Investors demanded an interest rate of 4.83 percent to lend Italy three-year money, down from an average rate of 5.62 percent in the previous auction and far lower than the 7.89 percent in November, when the country's financial crisis was most acute.
Italy paid lower rates for bonds with other maturities, as far out as 2018, that it also sold in Friday's auctions. Demand was between 1.2 percent and 2.2 percent times what was on offer.
Although investor interest was good and the interest rates fell, the results were not as strong as those of bond auctions the previous day, when Italy raised euro12 billion ($15 million) and Spain saw huge demand for its own debt sale.

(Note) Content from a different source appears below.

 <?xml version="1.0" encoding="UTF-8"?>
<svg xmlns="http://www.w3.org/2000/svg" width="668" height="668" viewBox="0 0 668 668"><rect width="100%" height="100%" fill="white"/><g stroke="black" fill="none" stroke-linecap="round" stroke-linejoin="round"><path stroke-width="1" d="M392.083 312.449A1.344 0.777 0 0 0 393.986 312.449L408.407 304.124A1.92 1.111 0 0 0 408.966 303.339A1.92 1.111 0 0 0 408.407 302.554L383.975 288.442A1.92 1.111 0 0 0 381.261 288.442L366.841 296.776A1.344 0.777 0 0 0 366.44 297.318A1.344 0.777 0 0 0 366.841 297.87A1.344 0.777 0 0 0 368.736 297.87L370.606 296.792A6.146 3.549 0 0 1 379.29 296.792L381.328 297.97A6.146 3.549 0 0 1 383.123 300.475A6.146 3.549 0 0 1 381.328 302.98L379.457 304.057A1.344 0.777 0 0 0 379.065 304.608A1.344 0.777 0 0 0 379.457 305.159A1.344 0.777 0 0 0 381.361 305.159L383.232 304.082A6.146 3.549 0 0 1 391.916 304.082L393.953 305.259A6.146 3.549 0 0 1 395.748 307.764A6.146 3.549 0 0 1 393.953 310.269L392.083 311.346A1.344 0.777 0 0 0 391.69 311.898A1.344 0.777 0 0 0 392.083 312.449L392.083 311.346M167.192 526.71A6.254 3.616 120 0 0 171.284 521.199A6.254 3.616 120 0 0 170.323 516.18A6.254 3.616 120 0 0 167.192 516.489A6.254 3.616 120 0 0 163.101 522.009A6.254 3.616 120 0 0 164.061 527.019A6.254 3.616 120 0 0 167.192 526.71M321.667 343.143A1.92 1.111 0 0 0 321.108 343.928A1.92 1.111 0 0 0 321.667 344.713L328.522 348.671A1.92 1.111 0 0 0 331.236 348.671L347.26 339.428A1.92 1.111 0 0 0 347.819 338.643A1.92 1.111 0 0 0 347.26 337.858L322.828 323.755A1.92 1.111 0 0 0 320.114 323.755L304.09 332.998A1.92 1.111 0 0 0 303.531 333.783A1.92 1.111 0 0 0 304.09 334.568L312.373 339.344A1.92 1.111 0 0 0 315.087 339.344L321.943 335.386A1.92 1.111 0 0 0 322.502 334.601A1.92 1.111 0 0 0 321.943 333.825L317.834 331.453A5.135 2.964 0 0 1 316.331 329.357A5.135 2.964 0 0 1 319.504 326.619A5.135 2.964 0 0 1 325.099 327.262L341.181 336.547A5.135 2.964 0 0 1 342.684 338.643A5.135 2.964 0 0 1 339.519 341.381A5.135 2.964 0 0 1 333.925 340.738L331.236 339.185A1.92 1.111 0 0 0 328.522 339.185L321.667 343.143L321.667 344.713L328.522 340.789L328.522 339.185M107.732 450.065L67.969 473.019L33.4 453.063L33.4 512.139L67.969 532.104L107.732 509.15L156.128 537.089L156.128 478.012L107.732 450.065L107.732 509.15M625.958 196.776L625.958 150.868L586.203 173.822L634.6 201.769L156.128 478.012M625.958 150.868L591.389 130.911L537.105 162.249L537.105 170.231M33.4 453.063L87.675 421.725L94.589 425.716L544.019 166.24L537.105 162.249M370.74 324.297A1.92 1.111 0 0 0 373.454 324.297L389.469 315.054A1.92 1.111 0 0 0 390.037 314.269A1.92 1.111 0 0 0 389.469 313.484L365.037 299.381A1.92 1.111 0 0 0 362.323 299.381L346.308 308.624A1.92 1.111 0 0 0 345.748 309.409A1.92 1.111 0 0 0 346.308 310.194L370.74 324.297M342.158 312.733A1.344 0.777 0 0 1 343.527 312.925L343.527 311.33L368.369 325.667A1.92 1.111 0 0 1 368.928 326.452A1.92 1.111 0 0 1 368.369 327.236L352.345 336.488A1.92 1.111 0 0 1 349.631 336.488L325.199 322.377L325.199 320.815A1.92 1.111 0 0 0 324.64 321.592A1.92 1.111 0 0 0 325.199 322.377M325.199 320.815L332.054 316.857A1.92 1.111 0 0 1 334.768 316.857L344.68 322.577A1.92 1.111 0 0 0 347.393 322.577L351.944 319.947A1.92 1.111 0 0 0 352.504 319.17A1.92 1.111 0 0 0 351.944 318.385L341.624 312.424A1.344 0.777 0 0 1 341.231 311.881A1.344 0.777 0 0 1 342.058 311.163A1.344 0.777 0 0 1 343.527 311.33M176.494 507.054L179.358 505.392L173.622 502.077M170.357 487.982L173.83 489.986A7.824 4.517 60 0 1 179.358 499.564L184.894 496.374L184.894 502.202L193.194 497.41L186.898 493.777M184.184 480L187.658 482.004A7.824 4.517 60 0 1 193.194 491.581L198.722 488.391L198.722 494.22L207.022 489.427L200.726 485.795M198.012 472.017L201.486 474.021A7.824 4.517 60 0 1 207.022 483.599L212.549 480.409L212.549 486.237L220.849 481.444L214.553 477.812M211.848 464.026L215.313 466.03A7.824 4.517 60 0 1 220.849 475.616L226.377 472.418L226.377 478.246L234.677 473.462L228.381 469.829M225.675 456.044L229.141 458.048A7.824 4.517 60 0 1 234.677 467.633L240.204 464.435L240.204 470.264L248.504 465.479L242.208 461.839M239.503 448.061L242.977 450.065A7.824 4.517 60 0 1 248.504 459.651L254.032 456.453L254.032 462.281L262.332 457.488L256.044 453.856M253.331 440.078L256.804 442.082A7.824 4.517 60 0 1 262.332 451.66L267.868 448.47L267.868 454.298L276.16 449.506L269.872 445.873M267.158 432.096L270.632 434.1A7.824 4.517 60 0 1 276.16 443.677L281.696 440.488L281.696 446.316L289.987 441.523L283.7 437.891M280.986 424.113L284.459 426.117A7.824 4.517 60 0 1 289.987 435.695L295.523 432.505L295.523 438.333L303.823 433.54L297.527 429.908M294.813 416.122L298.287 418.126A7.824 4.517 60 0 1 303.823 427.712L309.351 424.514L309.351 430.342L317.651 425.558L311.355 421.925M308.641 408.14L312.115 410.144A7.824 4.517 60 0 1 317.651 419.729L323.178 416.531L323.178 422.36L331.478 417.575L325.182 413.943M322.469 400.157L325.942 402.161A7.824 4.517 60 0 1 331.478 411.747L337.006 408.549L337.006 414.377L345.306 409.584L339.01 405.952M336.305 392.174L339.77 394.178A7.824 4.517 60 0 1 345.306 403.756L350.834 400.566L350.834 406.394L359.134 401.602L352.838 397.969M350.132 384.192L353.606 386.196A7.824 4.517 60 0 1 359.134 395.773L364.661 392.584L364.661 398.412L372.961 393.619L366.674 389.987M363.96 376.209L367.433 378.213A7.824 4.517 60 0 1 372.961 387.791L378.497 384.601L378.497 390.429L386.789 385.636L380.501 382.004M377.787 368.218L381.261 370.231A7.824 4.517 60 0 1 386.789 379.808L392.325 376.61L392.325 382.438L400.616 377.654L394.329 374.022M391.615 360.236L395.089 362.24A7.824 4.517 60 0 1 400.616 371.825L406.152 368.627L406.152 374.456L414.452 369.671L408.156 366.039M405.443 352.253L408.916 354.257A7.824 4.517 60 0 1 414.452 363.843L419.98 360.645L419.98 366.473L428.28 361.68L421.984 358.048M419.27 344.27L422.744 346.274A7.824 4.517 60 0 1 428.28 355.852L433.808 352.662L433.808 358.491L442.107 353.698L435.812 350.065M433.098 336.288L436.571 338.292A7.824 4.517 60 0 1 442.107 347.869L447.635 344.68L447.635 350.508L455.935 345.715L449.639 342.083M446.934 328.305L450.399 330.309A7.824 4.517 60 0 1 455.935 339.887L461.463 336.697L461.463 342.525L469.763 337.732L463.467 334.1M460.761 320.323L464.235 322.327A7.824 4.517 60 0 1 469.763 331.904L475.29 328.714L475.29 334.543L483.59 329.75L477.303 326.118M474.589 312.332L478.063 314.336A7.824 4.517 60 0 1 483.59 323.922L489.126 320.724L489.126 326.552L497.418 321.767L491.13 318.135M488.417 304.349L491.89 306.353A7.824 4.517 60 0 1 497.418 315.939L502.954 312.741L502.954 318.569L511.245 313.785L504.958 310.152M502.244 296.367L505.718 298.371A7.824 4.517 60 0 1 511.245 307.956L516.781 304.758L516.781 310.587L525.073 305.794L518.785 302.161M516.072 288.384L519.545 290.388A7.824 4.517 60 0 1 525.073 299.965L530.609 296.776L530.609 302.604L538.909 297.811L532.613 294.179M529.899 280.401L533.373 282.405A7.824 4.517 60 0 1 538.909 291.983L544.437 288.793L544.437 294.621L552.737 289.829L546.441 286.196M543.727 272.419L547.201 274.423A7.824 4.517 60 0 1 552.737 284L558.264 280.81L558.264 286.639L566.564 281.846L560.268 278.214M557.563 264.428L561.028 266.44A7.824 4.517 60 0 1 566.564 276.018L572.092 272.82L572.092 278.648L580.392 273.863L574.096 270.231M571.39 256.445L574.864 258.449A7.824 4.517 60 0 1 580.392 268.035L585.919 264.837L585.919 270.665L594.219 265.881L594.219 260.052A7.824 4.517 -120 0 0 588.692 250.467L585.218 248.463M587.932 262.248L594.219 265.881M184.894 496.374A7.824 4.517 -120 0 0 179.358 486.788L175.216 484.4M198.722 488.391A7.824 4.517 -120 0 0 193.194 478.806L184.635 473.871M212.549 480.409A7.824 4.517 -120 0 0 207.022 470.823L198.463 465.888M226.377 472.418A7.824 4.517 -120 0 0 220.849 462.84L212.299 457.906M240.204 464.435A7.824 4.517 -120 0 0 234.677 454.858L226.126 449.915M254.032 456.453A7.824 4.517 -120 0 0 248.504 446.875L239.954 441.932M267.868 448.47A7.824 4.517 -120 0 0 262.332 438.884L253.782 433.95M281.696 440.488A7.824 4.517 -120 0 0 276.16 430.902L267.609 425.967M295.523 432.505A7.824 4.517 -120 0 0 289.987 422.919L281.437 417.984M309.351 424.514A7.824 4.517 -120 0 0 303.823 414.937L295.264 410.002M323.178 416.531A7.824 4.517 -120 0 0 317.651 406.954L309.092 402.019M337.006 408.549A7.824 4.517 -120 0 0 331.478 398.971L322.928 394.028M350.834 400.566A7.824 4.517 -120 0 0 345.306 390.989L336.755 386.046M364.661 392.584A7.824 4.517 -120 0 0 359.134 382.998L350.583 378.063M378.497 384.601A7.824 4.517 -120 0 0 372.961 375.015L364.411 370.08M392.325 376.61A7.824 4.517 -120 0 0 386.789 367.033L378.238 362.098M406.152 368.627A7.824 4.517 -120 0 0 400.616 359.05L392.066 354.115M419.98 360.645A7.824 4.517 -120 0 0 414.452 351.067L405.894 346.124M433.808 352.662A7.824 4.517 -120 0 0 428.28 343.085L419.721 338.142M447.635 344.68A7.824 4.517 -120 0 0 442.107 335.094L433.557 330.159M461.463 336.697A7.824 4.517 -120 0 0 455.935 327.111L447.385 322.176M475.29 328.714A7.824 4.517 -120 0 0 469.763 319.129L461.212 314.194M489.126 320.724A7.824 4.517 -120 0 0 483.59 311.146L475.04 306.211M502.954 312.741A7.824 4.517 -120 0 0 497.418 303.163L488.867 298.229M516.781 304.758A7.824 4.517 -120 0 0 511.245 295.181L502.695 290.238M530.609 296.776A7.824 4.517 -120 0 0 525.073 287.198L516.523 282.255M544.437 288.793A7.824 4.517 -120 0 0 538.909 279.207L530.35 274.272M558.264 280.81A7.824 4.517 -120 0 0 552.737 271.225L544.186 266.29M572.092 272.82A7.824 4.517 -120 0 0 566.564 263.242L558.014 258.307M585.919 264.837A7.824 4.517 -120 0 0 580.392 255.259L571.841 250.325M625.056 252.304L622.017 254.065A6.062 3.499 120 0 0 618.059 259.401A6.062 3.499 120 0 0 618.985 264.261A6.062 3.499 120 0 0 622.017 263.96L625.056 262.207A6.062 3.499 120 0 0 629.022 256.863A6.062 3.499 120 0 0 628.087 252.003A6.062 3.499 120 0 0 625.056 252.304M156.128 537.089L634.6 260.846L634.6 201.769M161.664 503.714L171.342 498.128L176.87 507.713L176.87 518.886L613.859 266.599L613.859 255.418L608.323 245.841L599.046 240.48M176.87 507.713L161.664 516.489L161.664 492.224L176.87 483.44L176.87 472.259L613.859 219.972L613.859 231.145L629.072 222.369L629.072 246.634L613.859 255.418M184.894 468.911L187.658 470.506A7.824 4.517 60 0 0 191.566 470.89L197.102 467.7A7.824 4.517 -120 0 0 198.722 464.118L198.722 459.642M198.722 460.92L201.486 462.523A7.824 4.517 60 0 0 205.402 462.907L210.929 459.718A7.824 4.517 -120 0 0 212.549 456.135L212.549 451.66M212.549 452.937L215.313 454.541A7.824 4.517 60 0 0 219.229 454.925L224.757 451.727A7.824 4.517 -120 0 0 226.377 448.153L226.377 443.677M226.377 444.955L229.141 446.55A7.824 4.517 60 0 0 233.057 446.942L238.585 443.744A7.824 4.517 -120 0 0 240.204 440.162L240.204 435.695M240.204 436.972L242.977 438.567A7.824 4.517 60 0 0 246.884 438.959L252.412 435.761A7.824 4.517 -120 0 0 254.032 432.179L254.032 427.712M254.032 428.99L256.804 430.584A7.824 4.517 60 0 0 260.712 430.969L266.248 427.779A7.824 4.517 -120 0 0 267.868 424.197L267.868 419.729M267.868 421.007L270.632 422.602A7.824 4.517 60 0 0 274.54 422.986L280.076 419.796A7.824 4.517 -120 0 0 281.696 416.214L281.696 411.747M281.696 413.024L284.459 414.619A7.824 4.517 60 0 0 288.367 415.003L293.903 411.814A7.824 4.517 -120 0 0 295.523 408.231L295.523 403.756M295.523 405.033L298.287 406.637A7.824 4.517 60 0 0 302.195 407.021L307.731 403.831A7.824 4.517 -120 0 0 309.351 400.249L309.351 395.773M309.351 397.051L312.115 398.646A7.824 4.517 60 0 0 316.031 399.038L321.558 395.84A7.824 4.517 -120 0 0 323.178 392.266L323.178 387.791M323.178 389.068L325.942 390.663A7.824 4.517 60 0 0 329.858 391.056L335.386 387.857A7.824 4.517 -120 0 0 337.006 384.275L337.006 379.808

Marc Ostwald, strategist at Monument Securities, said market reaction will likely be disappointing compared with the successful bond auctions on Thursday.
"Overall it underscores that while all the auctions in the eurozone have been battle victories, the war is a long way from being resolved (either way)," he said in a note. "These euro area auctions will continue to present themselves as market risk events for a very protracted period."
Italy's euro1.9 trillion ($2.42 trillion) in government debt and heavy borrowing needs this year have made it a focal point of the European debt crisis. Fitch Ratings Agency, which has said it will consider whether to downgrade Italy's credit rating by the end of the month, estimates the country needs to borrow euro360 billion ($458 billion) this year.
Italy has passed austerity measures and is on a structural reform course that Premier Mario Monti claims should bring down Italy's high bond yields, which he says are no longer warranted.